Professor of economics at Paris-Dauphine University, Elise Huillery is a member of the scientific council for national education. She is one of the authors of a note published in April, “Social mix in college: first results of experiments”, which analyzes the effects of the social mix policies launched in 2015 by the ministry. By comparing, throughout the territory, the 56 middle schools involved in the initiative (“pilot” middle schools) with students from similar middle schools not involved (“control” middle schools), the authors wonder about the effects of gender diversity academic achievement, personal well-being and social well-being of advantaged and disadvantaged students.
You have chosen to distinguish school and “non-school” effects. What were the effects of the actions of diversity on the “school” results of the pupils?

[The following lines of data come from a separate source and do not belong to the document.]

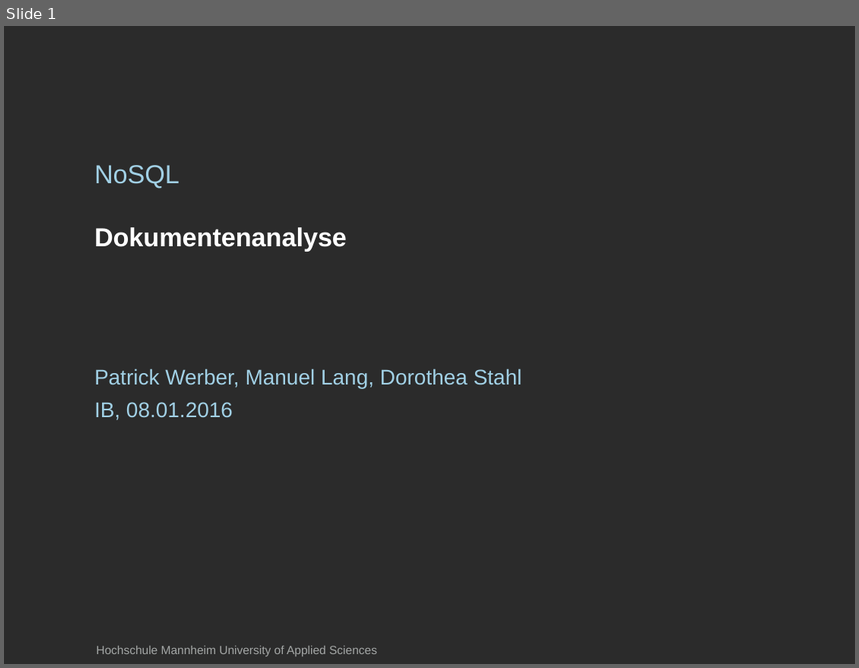
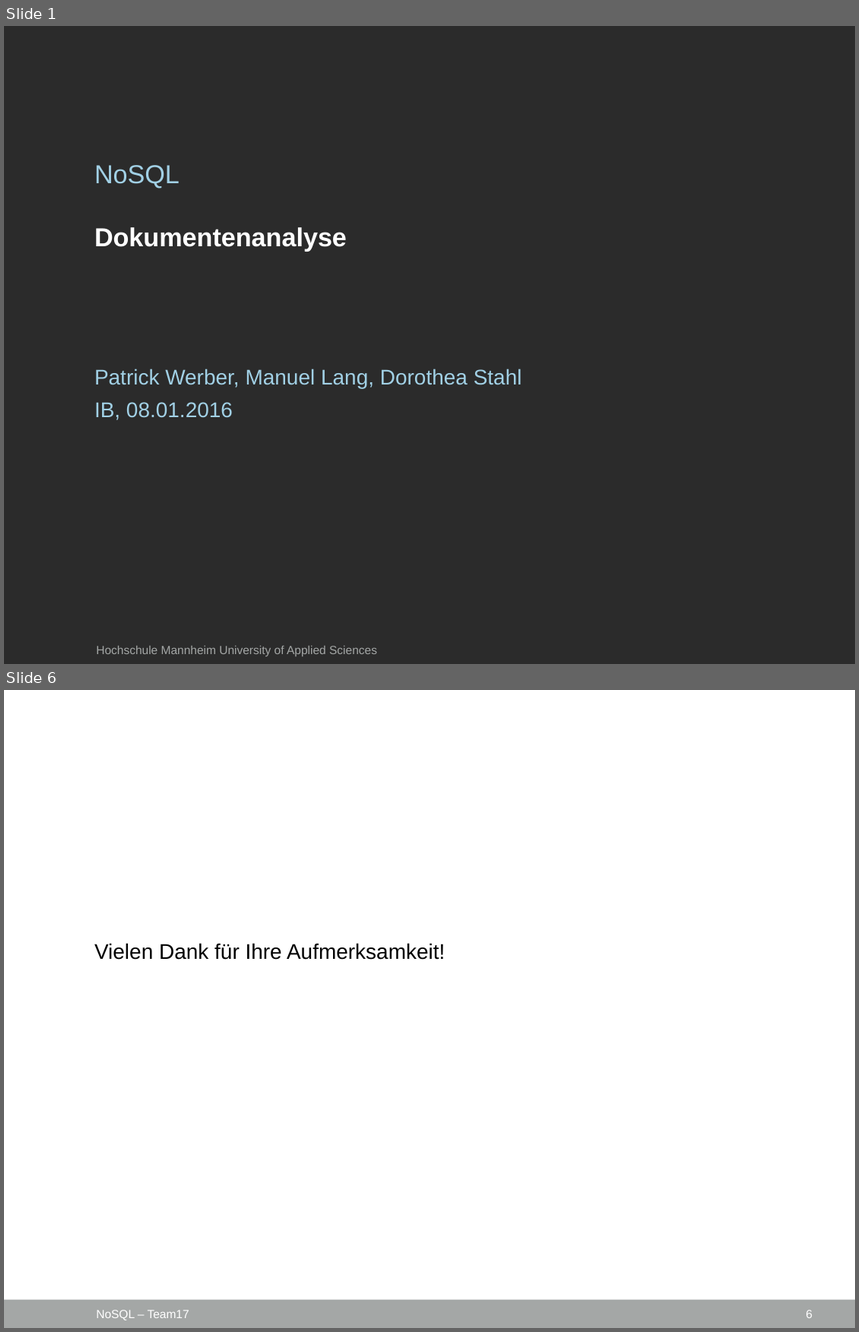
Before and after one commit to taopingping/NoSQL-Team17, a slide deck: Präsentation.pptx. Shown one above the other, each under a label of ours: slide 1 before the commit, slides 1 and 6 after it; the slides between them are not shown. The pictures are 859x668 and 859x1332 pixels, drawn with LibreOffice and Linux fonts; fonts in the diff are those of the drawing; background and template pictures are left out; a plain dark background stands for a picture behind light text. Boxes give left, top, right and bottom in pixels: in the first picture for what was removed or moved away, otherwise in the second. Text is boxed around its words. In the diff, an @@ line names an element or a change of style, - is before the commit and + after.

```diff
--- a/Präsentation.pptx
+++ b/Präsentation.pptx
@@ slide 6 added at box(4, 690, 855, 1328), background #FFFFFF @@
@@ text added at box(94, 943, 445, 960), 18 pt, text #000000 @@
+Vielen Dank für Ihre Aufmerksamkeit!
@@ rectangle added at box(4, 1300, 855, 1328), fill #A4A7A6 @@
@@ text added at box(96, 1310, 189, 1321), 10 pt, text #FFFFFF @@
+NoSQL – Team17
@@ page number added at box(806, 1310, 813, 1319), 10 pt, text #FFFFFF @@
+6
```
Also in this commit, not shown: 4 slides changed.
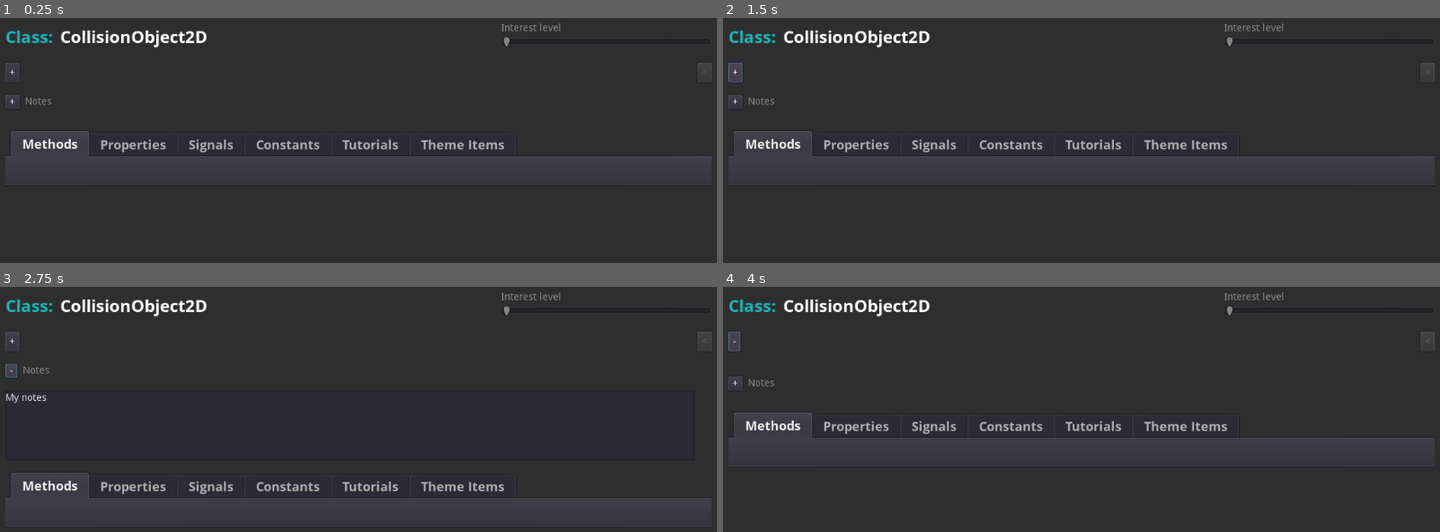
Above: before the commit, frames 1-4 (two rows, left to right).
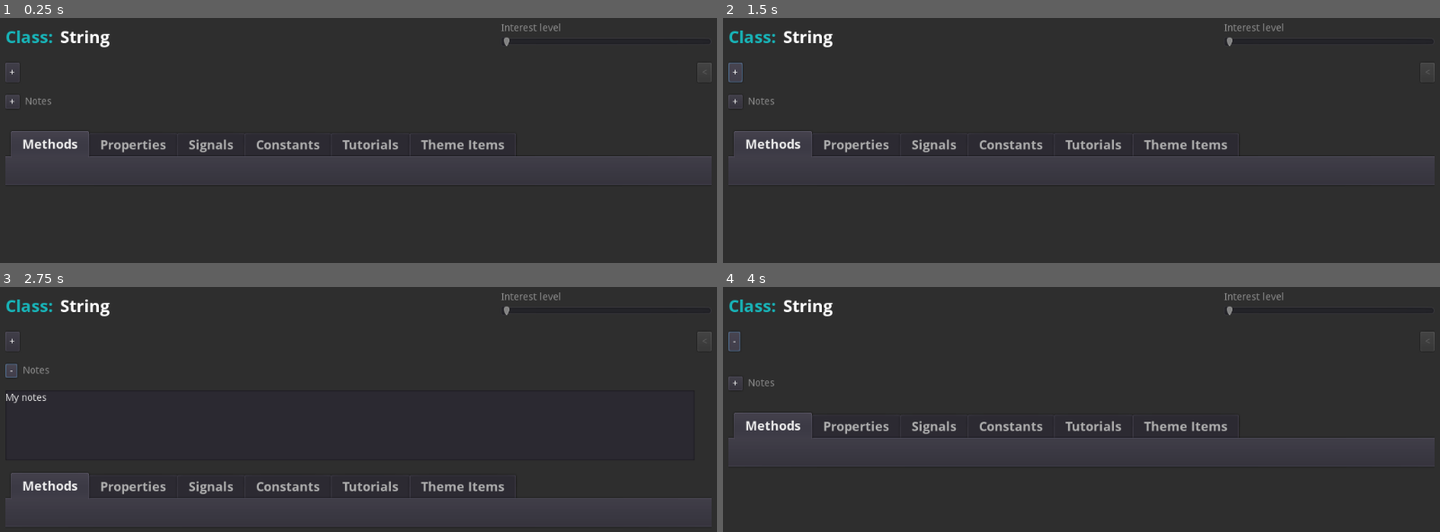
Above: after the commit, the same moments.

Repository: andrew-wilkes/godotbuddy.com
Game: Godot game, scene res://Test.tscn
The game is run twice, just before and just after one commit, with the same random seed, the same clock (stepped at 60 frames per second) and the same inputs. The project has no main scene, so this scene is started directly.
Inputs:
- Up to frame 1 (0.25 s): no input
- Up to frame 2 (1.5 s): click "+" at 0.5 s; click "-" at 1.25 s
- Up to frame 3 (2.75 s): click "+" at 2 s
- Up to frame 4 (4 s): click "-" at 2.75 s; click "+" at 3.5 s

The runs differ from the first frame. In frame 1, 0.7% of the frame differs, in the area x 8-29%, y 5-13%; in frame 2, 0.7%; in frame 3, 0.7%; in frame 4, 0.7%.
Error before the commit: Invalid get index 'CollisionObject2D' (on base: 'Dictionary'). (res://ClassDetails.gd:203)
Error after the commit: Invalid get index 'String' (on base: 'Dictionary'). (res://ClassDetails.gd:207)

Commit message:
Print 'void' where return type value is blank

Diff:
--- a/apps/desktop/ClassDetails.gd
+++ b/apps/desktop/ClassDetails.gd
@@ -34,8 +34,9 @@
 	back_button.disabled = true
 	descbox.hide()
 	notes.get_parent().hide()
-	update_content("CollisionObject2D")
+	#update_content("CollisionObject2D")
 	#update_content("File")
+	update_content("String")
 
 
 func update_content(cname, new = true):
@@ -151,8 +152,11 @@
 	return "[default: %s]" % [ds] if ds.length() > 0 else ""
 
 
-func get_return_type_string(type):
+func get_return_type_string(type: String):
+	if type.length() == 0:
+		type = "void"
 	return "[" + type + "]" if type != "void" else type
+
 
 func get_args(args: Array):
 	var astr = PoolStringArray([])

In reality, we have observed very few effects on student learning, regardless of their social background. Some feared that the grades of favored students would suffer from greater diversity, but that was not the case. On the other hand, if the political leaders hoped for better learning for disadvantaged students, this is not what we note either. Finally, the school environment does not really affect learning – much less, in any case, than family and individual determinants. This shows that, if we wish to reduce social inequalities at school, greater diversity is not the solution.
However, the social mix has had effects on the students?
Looking at student well-being was fairly new, in the sense that almost no scientific study had done it before, because it’s time-consuming and expensive research. However, we had very interesting results: a greater social mix has positive effects on the social and personal well-being of both disadvantaged and advantaged students – although to a lesser extent. The improvement in the well-being of some has therefore not come at the expense of others.
What positive effects are we talking about for disadvantaged students?
The increase in social diversity in the pilot colleges has led to an improvement in perceptions: they perceive their social environment as being of better quality (+18% of a standard deviation (i.e. the mean deviation from the mean)), feel safer (+26%) and report having better relationships with their friends (+30%). The attitude towards group work has also improved.